- [Task instructions]: Of the entries below, copy only those lines that contain the word "active".

- [Exercise data]:
########################################

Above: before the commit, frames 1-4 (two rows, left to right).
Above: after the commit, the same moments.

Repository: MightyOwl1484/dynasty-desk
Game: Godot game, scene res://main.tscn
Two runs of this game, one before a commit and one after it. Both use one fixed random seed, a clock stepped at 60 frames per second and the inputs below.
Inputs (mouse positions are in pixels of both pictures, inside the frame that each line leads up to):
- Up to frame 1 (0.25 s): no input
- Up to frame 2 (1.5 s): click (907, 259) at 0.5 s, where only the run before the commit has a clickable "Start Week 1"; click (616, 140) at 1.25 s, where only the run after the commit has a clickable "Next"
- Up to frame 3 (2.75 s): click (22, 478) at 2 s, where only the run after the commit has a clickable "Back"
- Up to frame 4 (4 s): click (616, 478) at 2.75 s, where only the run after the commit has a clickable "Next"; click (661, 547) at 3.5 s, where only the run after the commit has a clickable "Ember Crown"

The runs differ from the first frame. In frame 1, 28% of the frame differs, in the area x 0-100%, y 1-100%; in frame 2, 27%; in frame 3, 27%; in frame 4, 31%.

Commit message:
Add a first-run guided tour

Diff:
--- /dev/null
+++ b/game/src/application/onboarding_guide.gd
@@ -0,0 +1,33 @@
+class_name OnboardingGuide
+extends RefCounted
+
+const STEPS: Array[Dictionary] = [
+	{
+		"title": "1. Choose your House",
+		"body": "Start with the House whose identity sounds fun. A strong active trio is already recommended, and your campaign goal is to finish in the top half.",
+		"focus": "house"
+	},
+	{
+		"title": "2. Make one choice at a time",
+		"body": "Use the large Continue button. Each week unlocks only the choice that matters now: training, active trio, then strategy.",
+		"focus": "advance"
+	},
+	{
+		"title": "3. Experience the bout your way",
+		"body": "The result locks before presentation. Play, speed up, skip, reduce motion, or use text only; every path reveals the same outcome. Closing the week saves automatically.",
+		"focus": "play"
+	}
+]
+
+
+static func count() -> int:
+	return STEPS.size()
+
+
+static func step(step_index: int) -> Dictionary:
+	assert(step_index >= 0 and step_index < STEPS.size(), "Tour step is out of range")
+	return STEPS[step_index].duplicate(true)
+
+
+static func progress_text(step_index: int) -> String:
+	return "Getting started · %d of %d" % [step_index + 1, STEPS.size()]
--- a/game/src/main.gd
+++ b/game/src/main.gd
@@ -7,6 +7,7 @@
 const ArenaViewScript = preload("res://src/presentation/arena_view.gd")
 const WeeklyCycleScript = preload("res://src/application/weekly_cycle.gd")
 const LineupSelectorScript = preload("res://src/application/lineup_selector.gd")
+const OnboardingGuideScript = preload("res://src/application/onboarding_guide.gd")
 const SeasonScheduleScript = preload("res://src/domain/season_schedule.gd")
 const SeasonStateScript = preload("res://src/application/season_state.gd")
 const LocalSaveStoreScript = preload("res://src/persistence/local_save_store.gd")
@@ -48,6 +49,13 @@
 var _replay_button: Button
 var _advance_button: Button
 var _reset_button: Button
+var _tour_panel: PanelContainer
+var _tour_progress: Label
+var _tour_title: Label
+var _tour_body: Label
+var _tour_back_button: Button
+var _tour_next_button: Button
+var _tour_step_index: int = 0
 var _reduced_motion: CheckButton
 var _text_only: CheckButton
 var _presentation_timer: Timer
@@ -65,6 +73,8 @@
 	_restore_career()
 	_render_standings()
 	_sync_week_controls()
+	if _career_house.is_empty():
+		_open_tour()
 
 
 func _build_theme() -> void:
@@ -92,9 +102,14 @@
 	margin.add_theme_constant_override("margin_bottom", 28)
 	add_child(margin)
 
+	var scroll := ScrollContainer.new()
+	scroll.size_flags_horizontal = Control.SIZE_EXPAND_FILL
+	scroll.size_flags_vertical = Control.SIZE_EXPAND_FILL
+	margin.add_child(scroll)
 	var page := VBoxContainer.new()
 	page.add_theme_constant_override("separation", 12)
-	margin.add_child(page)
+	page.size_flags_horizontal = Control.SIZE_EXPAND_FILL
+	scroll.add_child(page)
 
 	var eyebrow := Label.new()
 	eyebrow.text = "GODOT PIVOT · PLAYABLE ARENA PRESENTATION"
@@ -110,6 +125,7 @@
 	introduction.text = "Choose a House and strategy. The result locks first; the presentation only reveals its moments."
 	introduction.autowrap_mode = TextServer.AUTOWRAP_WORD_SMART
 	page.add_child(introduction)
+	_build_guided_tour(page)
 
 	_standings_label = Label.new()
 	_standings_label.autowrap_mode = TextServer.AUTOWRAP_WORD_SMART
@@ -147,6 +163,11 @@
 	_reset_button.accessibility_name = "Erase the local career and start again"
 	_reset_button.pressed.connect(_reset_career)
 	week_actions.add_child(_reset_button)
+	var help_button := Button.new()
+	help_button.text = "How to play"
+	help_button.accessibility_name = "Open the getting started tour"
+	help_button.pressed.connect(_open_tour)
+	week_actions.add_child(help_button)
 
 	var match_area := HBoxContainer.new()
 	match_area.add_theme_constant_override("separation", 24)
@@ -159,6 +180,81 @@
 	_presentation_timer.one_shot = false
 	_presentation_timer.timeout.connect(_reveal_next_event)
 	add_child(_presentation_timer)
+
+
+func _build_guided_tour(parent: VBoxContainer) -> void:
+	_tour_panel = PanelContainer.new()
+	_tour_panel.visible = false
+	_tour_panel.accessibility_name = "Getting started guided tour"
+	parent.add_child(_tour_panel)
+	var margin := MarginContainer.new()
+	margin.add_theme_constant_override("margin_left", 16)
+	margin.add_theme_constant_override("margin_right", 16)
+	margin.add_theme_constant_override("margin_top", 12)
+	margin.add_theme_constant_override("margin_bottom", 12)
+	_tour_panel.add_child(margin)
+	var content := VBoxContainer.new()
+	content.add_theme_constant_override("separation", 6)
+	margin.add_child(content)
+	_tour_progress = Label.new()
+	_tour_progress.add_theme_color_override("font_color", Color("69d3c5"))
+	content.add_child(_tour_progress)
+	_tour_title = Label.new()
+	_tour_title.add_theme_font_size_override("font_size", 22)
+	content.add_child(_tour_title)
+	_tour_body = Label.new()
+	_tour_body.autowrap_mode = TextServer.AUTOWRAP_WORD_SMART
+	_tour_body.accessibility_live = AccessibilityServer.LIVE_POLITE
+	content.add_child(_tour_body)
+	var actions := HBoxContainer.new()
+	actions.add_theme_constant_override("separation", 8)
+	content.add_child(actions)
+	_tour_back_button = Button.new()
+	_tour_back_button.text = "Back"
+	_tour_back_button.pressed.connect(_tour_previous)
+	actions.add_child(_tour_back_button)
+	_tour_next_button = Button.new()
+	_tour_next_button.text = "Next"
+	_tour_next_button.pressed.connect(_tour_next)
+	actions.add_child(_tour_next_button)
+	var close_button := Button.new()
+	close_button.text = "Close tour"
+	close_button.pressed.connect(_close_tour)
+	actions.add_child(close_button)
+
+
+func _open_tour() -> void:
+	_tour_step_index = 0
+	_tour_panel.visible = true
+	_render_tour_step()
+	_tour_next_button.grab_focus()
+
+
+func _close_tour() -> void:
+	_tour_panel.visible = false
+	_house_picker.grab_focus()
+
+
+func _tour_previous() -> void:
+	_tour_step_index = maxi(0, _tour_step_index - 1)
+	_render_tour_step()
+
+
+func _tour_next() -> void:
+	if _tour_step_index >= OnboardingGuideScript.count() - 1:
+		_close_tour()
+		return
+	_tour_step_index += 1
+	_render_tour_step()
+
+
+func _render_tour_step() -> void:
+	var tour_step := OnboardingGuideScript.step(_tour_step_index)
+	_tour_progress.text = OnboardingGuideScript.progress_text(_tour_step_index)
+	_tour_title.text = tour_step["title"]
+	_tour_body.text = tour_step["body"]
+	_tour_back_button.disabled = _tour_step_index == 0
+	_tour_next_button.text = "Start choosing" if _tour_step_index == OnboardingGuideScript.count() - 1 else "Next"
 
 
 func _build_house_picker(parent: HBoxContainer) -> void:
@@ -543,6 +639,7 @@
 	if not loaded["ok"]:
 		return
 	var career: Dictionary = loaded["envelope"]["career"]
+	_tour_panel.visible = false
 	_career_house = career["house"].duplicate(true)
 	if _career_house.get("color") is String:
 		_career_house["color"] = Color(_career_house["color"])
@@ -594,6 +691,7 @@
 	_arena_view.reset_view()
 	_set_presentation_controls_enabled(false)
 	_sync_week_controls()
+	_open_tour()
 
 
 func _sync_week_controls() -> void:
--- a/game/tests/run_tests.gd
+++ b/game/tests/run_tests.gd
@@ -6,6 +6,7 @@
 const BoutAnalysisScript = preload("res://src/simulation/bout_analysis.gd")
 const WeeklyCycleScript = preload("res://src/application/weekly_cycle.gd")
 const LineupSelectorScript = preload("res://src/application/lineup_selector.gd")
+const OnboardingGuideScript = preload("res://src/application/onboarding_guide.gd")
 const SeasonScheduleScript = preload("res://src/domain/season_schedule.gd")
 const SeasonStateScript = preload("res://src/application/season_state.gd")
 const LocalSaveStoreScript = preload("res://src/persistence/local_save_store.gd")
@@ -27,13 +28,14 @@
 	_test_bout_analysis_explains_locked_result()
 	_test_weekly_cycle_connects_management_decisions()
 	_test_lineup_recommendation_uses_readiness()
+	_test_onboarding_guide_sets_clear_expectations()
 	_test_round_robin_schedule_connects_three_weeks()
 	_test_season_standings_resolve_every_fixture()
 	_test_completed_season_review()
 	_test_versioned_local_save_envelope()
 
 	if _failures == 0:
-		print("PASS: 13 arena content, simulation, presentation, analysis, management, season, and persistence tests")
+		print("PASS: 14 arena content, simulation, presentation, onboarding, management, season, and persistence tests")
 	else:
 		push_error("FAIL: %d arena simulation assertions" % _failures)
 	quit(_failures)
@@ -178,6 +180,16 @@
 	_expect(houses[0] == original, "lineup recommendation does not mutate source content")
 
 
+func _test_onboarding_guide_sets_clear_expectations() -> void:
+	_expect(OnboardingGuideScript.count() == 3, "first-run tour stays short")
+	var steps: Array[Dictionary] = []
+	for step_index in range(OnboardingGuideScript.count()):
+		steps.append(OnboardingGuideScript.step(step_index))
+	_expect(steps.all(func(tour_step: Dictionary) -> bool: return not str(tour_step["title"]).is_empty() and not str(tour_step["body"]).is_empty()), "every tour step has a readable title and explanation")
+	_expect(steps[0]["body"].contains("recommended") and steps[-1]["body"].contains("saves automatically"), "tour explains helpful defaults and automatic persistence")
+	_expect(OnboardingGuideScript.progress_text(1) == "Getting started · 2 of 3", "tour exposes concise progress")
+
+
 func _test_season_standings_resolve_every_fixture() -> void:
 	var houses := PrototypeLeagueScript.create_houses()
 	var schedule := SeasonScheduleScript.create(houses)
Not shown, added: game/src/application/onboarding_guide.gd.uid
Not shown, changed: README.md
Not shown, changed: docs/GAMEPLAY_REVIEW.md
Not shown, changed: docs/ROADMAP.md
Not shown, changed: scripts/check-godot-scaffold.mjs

########################################

- [Answer to this task]:
+		"body": "Start with the House whose identity sounds fun. A strong active trio is already recommended, and your campaign goal is to finish in the top half.",
+		"body": "Use the large Continue button. Each week unlocks only the choice that matters now: training, active trio, then strategy.",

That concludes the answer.